I would pull the wood and scrub it off out side the tank.Another member had same issue(as did I) but he then baked his wood (at like 225) for an hour or 2 and never saw it again.


----------



## yekoms (Jul 7, 2013)

Will do...Thanks again!


----------



## jccaclimber2 (May 6, 2012)

The few times I've seen that happen it has gone away on its own. You can sometimes suck some off with a siphon line to help it along.


----------



## yekoms (Jul 7, 2013)

jccaclimber2 said:


> The few times I've seen that happen it has gone away on its own. You can sometimes suck some off with a siphon line to help it along.


Yep that's what I had heard but we don't have fish in the tank yet (just finishing fishless cycle) so taking the driftwood out is not disturbing much.

Oh yea and I'm tired of the wife saying "what is that stuff on the driftwood?"

now it will be " you baked what on my cookie sheet?"
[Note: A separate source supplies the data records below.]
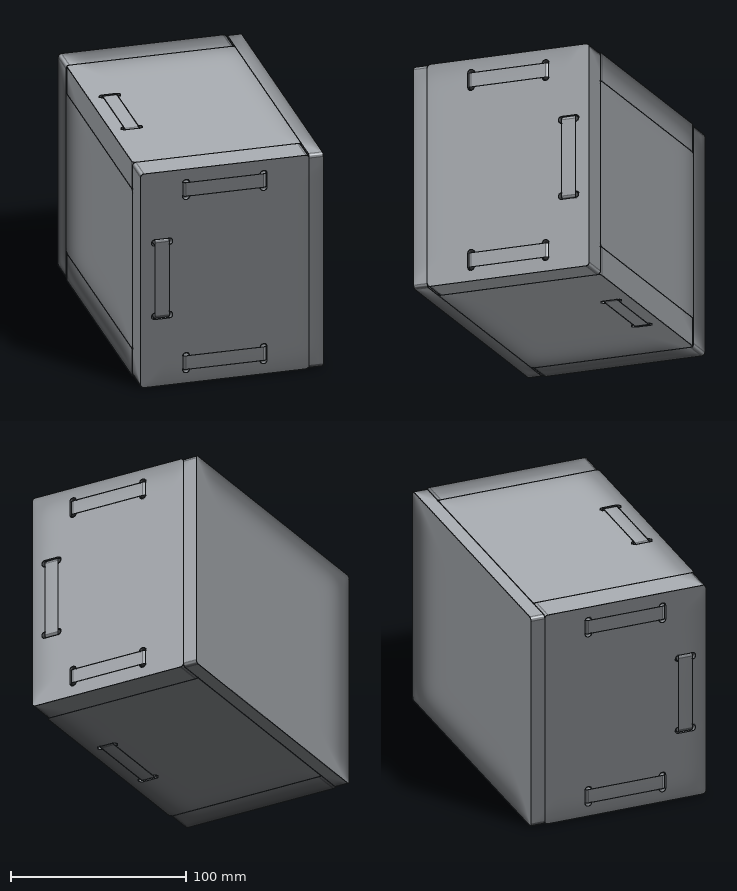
import cadquery as cq

inside_width = 140.0
inside_height = 100.0
panel_depth = 100.0
thickness = 17.0
corner_radius = 2.0
tab_length = 50.0
relief_radius = 2.0

tab_thickness = thickness / 2
back_thickness = thickness / 2
outer_width = inside_width + 2 * thickness
outer_height = inside_height + 2 * thickness

mid_depth = panel_depth / 2
tab_offset = thickness - tab_thickness / 2


def rounded_plate(length_u, length_v, height, rounded_edges="|Z"):
    plate = cq.Workplane("XY").rect(length_u, length_v).extrude(height)
    return plate.edges(rounded_edges).fillet(corner_radius)


def tab_strip(body_length):
    """Bar along U that leaves one tab beyond each end of the body."""
    return rounded_plate(body_length + 2 * thickness, tab_length, tab_thickness)


def slot_cutter(center_u, center_v, angle):
    """Tab-sized slot through a panel, with a round relief at each corner."""
    relief_u = tab_length / 2 - relief_radius
    relief_v = tab_thickness / 2
    corners = [(u, v) for u in (-relief_u, relief_u) for v in (-relief_v, relief_v)]
    slot = cq.Workplane("XY").rect(tab_length, tab_thickness).extrude(thickness)
    reliefs = cq.Workplane("XY").pushPoints(corners).circle(relief_radius).extrude(thickness)
    cutter = slot.union(reliefs)
    return cutter.rotate((0, 0, 0), (0, 0, 1), angle).translate((center_u, center_v, 0))


def place(panel, origin, u_direction, outward):
    """Stand a flat panel up with its inner face at the origin, facing away from outward."""
    return cq.Workplane(panel.val().moved(cq.Plane(origin, u_direction, outward).location))


def make_front_panel():
    """U along X, V along Z; tabs on all four edges."""
    upright_tabs = tab_strip(inside_height).rotate((0, 0, 0), (0, 0, 1), 90)
    panel = rounded_plate(inside_width, inside_height, thickness)
    panel = panel.union(tab_strip(inside_width)).union(upright_tabs)
    return place(panel, (0, thickness, 0), (1, 0, 0), (0, -1, 0))


def make_level_panel(side):
    """Top (side = 1) or bottom (side = -1): tabs at both X ends, slot for the front panel."""
    front_corners = "|Z and <Y" if side > 0 else "|Z and >Y"
    panel = rounded_plate(inside_width, panel_depth, thickness, front_corners)
    panel = panel.union(tab_strip(inside_width))
    panel = panel.cut(slot_cutter(0, side * (tab_offset - mid_depth), 0))
    return place(panel, (0, mid_depth, side * inside_height / 2), (1, 0, 0), (0, 0, side))


def make_side_panel(side):
    """Left (side = -1) or right (side = 1): U along Y, slots for the front, top and bottom."""
    panel = rounded_plate(panel_depth, outer_height, thickness)
    panel = panel.cut(slot_cutter(tab_offset - mid_depth, 0, 90))
    for end in (-1, 1):
        panel = panel.cut(slot_cutter(0, end * (outer_height / 2 - tab_offset), 0))
    return place(panel, (side * inside_width / 2, mid_depth, 0), (0, 1, 0), (side, 0, 0))


def make_back_panel():
    panel = rounded_plate(outer_width, outer_height, back_thickness)
    return place(panel, (0, panel_depth, 0), (1, 0, 0), (0, 1, 0))


front_panel = make_front_panel()
back_panel = make_back_panel()
level_panels = [make_level_panel(side) for side in (-1, 1)]
side_panels = [make_side_panel(side) for side in (-1, 1)]

panels = [front_panel, back_panel, *level_panels, *side_panels]
result = cq.Compound.makeCompound([panel.solids().val() for panel in panels])

Thanks!!! You helpful folks on this site have been a great help to us on our aquarium. I hope that I can someday be a help to others or at least these treads will be found by searching. To me the search feature on most forums seem to be weak though.


----------



## jccaclimber2 (May 6, 2012)

yekoms said:


> " you baked what on my cookie sheet?"


There was a long silence when I asked my wife for permission to bake 50 pounds of dirt on a cookie tray so that it wouldn't cause as much of an ammonia cycle in my tank....


Ultimately I convinced her it was perfectly ok as long as I lined it with aluminum foil first.


----------



## Raymond S. (Jan 11, 2013)

yekoms said:


> Yep that's what I had heard but we don't have fish in the tank yet (just finishing fishless cycle) so taking the driftwood out is not disturbing much.
> 
> Oh yea and I'm tired of the wife saying "what is that stuff on the driftwood?"
> 
> ...


What the heck...just for laughs...You baked what on my cookie sheet ?
People who "collect" fish in the wild often run across "things" at the edge of those ponds etc in which they collect.
I brought home a 16oz beer mug one day due to collecting and used it for coffee because it was thick to hold the heat.
My ex one day said there aren't any clean glasses and I held that mug up in her direction as if suggesting "here use this"
Reply...No not today. Why ? It came from outside.
Then one day months later I came in and noticed she was drinking from it. But I thought...Well if you haven't died yet
then it must be all right.
Watch this two edged sword...The love we had is unforgetable...and now you've seen some of it. LOL...


----------



## yekoms (Jul 7, 2013)

Everything was OK with my wife she's cool. 
I was kidding more than anything. She was a little impatient in the beginning and saying "we didn't do the fish tank that way when we were kids." Meaning the fishless cycle and such. But by seeing all the stuff from you folks on this site and hearing it from other places she is doing fine.


----------